Before modifying the software settings (threads, n_batch, n-gpu-layers, and n_ctx), I wanted to see how altering the processors and memory affected performance. To do this, I used a VM and dynamically re-allocated resources for each test.

As you can see, the VM is a using an Intel Xeon E5-2680v3 processor and various amounts of processors or memory. Every test used a local SSD. In this case, what we can see is that the highest possible tokens per second is approximately 2 tokens per second when configured to use 8 processors and 64 GB of memory. Note, when running Windows and checking task manager, python won’t use more than 55% of the processor time. I tried to reduce the processors by half to force it to use more time, but Windows always puts a limit it seems.

Our tokens per second are not great, but it is technically workable. Keep in mind, this is using the 13B, as in billion, parameter large language model. In testing, the 7B runs entirely within the memory of a video card that has 8GB of memory when using 4 bit quantization. This means it is substantially faster and we will cover that, but let’s continue with 13B testing.

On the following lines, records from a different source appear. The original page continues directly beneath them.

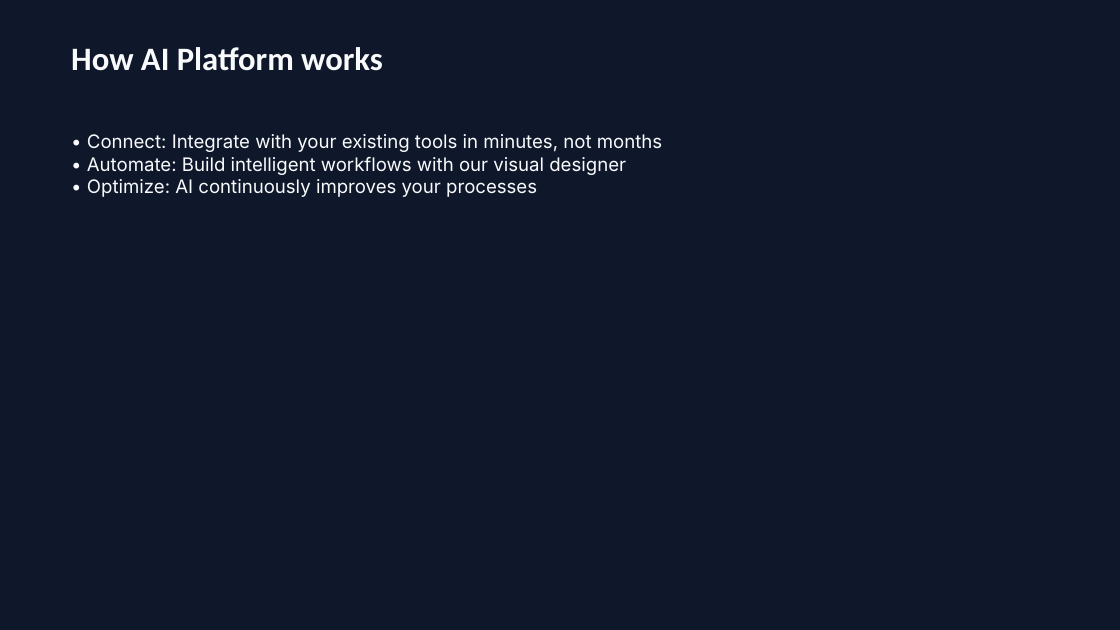
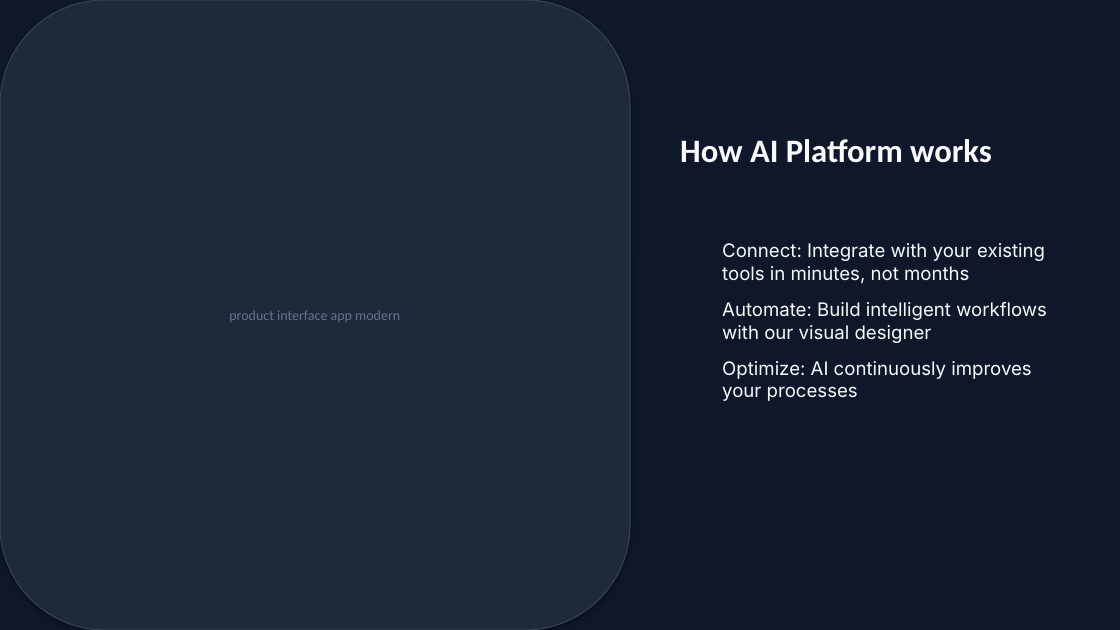
Before and after one commit to sunchaokun/PPT-Design-Skill, a slide deck: slide 4 of examples/01-ai-startup-investor-pitch.pptx. Drawn at 1120x630 pixels with LibreOffice and Linux fonts; fonts in the diff are those of the drawing. Boxes give left, top, right and bottom in pixels: in the first picture for what was removed or moved away, otherwise in the second. Text is boxed around its words. In the diff, an @@ line names an element or a change of style, - is before the commit and + after.

Commit message:
feat: professional PPT layout and visual polish
Layout improvements:
- Left accent bar on content slides for visual anchor
- Title underline decoration (accent color) below headings
- Accent bar on title and CTA slides
- Proper bullet spacing: each bullet is a separate paragraph with 8pt spacing
- Side visual area (right 40%) for image placement on content slides

Layout mapping improvements:
- solution → three-column-cards (was content-with-title)
- testimonials/social-proof → quote layout
- pricing/offer → cta-closing layout
- product → image-plus-text layout
- financial → chart-focus layout

Card rendering:
- Cards now have accent color top bar inside card
- Left-aligned text (was center) for readability
- Rounded rect containers with border

Metric rendering:
- Metrics now in rounded rect card containers
- Background fill (muted color) with border
- Value (40pt bold accent) + label (12pt muted) centered in card

Quote slide:
- Large decorative opening quote mark (accent color, 72pt)
- Left-aligned quote text (22pt) and author (14pt semibold)

Image placeholder:
- Rounded rect with border (was plain rect)
- Hint text without [图片:] prefix

CTA button:
- Cleaner text (no brackets)
- Enhanced shadow (8pt blur, 20% alpha)

```diff
--- a/examples/01-ai-startup-investor-pitch.pptx
+++ b/examples/01-ai-startup-investor-pitch.pptx
@@ rounded rectangle added at box(0, 0, 630, 630), fill #1E293B, outline #334155 1 pt, 12 pt, text #64748B @@
+product interface app modern
@@ text "How AI Platform works": place and size @@
-text "How AI Platform works" at box(71, 47, 383, 71)
+text "How AI Platform works" at box(680, 139, 992, 163)
@@ text at box(722, 243, 1047, 401): text changed @@
-• Connect: Integrate with your existing tools in minutes, not months
-• Automate: Build intelligent workflows with our visual designer
-• Optimize: AI continuously improves your processes
+  Connect: Integrate with your existing tools in minutes, not months
+  Automate: Build intelligent workflows with our visual designer
+  Optimize: AI continuously improves your processes
```
Also in this commit, not shown: 9 other slides changed, 8 other files.

In this scenario, the numbers improved substantially. The Razer Blade 15 Advanced Model uses an i7-11800H processor as well as an NVIDIA RTX 3070. Surprisingly, the GPU was actually not used for some of the tests. If you are wondering why, it is because this model is GGML rather than GPTQ. GGML is essentially used to run the code with just the processor while GPTQ is used to run the code via the GPU. GGML does offer the ability to offload threads to the GPU which I did try (see n-gpu-layers in the spreadsheet above), but I did not notice a significant change.

Surprisingly, the best overall score was Test Run 4. In it, it used the default settings and was fastest in 3 out of 4 tests.

Ok, so what if you have a videocard and want to run it in your GPU memory ala GPTQ? Simply download and choose another model from the leaderboard and away you go. As a comparison, I used TheBloke_WizardLM-7B-V1.0-Uncensored-GPTQ on the Razer Blade. This model scored high compared to other 7B models.

In this chart, we have the 7B GGML testing we did on the VMware server as well as a GPTQ (loading the entire dataset into the GPU memory). As you can see, the Razer Blade with a GPU is magnitudes of order more powerful than a server without a GPU.

In this graph, we can compare both the 13B and 7B models at the same time. Overall though, the 7B model is consistently higher regarding tokens per second compared to the 13B and that’s the rub. 7B is faster, but not as accurate. You have to figure out for yourself, what the sweet spot is between speed and accuracy because there is always a cost. Everything has its price.

Closing Thoughts:

So that’s it. That is the why, what, and how of setting up your own local AI. Building your own AI chatbot is relatively easy and you can get halfway decent performance with 4 processors and 8 GB of memory, but to get great performance with even higher accuracy has a cost. If you value privacy or want to develop ideas securely then there is currently no better option than that.